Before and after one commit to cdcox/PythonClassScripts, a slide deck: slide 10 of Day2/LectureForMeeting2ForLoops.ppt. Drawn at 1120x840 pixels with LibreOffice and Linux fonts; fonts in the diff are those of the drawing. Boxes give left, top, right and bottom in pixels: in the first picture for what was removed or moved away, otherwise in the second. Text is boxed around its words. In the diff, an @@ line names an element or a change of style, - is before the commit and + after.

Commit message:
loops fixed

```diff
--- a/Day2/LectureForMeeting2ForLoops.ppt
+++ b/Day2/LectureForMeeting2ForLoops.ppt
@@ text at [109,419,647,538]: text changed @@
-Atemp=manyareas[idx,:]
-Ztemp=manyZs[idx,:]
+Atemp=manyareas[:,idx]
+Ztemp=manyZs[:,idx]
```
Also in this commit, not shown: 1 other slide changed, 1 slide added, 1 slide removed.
---+---
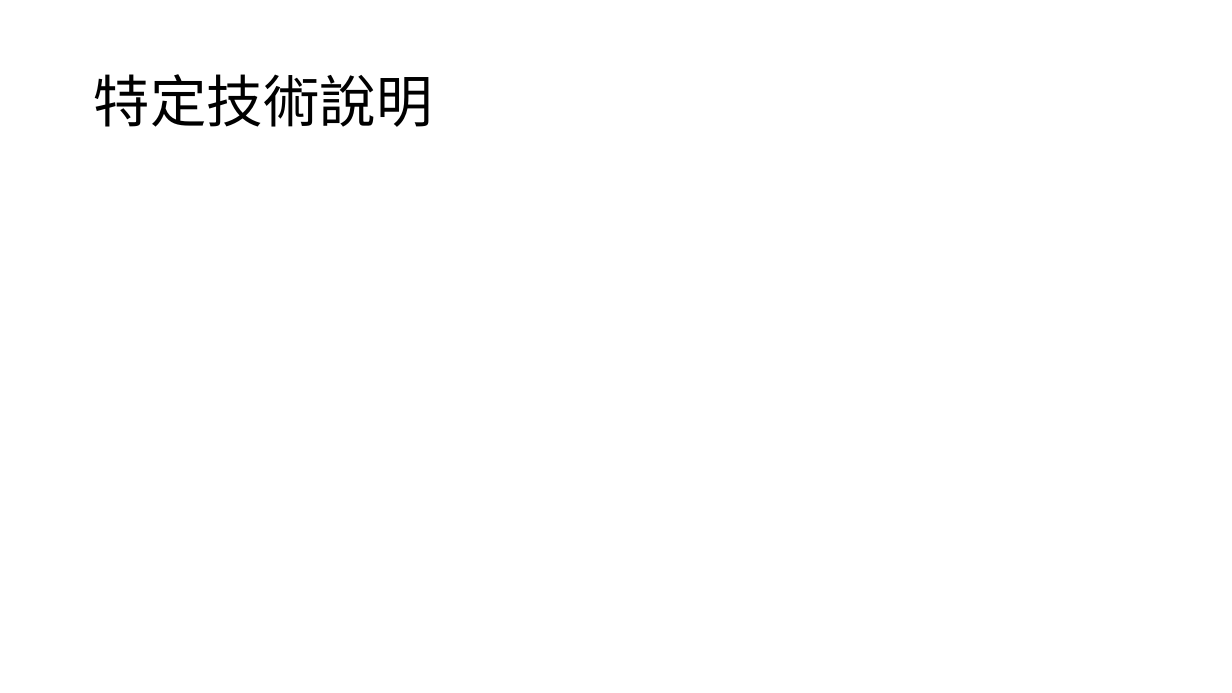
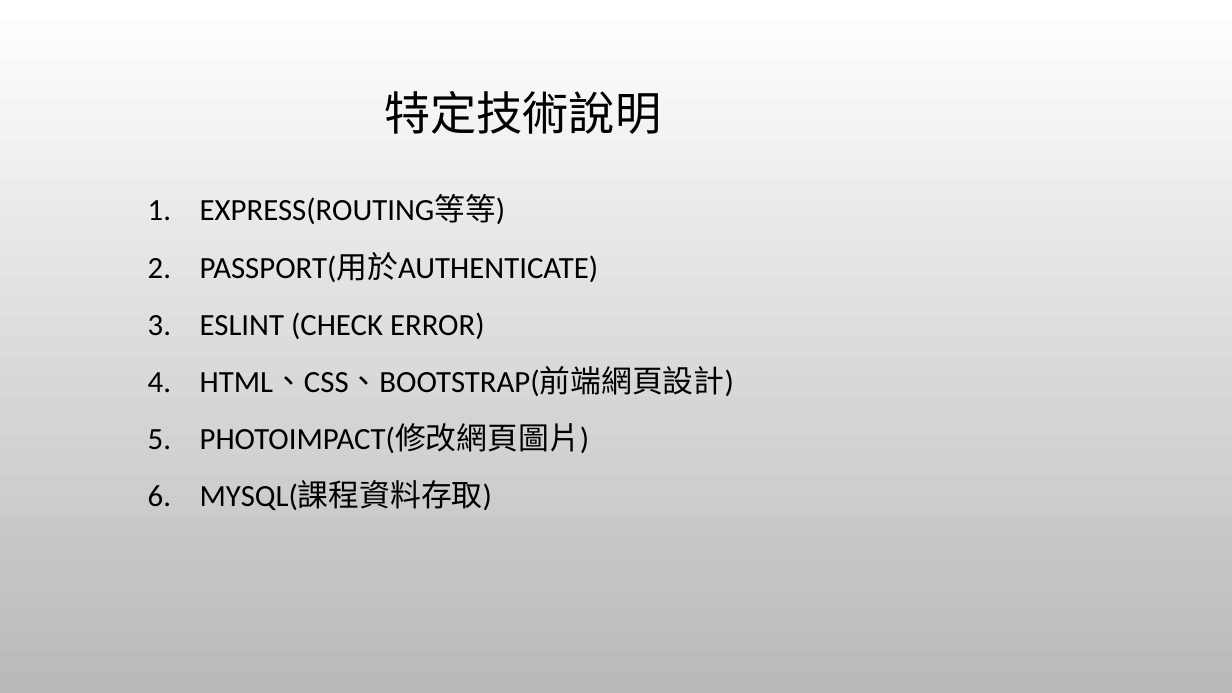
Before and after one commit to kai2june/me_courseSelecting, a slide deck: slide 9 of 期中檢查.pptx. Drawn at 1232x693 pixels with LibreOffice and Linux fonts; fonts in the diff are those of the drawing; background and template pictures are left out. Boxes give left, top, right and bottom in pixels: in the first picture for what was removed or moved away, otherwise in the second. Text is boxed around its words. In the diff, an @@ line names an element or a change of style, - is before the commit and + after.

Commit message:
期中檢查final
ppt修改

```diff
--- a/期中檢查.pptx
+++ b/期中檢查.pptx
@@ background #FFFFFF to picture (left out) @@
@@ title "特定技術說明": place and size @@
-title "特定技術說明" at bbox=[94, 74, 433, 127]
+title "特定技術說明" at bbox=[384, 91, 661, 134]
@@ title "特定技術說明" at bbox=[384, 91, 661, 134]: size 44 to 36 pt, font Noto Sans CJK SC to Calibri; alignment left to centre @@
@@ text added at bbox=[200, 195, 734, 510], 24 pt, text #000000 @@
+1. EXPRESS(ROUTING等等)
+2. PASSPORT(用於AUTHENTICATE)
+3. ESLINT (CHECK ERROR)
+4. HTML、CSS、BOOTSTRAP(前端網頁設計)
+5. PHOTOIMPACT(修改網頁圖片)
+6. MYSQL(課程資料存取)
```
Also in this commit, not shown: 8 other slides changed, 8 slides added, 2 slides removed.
---+---
Using the records above, set down exactly the lines from the one with "Before and after one commit to kai2june/me_courseSelecting, a" through the one with "Also in this commit, not shown: 8", inclusive, and nothing more.

Before and after one commit to kai2june/me_courseSelecting, a slide deck: slide 9 of 期中檢查.pptx. Drawn at 1232x693 pixels with LibreOffice and Linux fonts; fonts in the diff are those of the drawing; background and template pictures are left out. Boxes give left, top, right and bottom in pixels: in the first picture for what was removed or moved away, otherwise in the second. Text is boxed around its words. In the diff, an @@ line names an element or a change of style, - is before the commit and + after.

Commit message:
期中檢查final
ppt修改

```diff
--- a/期中檢查.pptx
+++ b/期中檢查.pptx
@@ background #FFFFFF to picture (left out) @@
@@ title "特定技術說明": place and size @@
-title "特定技術說明" at bbox=[94, 74, 433, 127]
+title "特定技術說明" at bbox=[384, 91, 661, 134]
@@ title "特定技術說明" at bbox=[384, 91, 661, 134]: size 44 to 36 pt, font Noto Sans CJK SC to Calibri; alignment left to centre @@
@@ text added at bbox=[200, 195, 734, 510], 24 pt, text #000000 @@
+1. EXPRESS(ROUTING等等)
+2. PASSPORT(用於AUTHENTICATE)
+3. ESLINT (CHECK ERROR)
+4. HTML、CSS、BOOTSTRAP(前端網頁設計)
+5. PHOTOIMPACT(修改網頁圖片)
+6. MYSQL(課程資料存取)
```
Also in this commit, not shown: 8 other slides changed, 8 slides added, 2 slides removed.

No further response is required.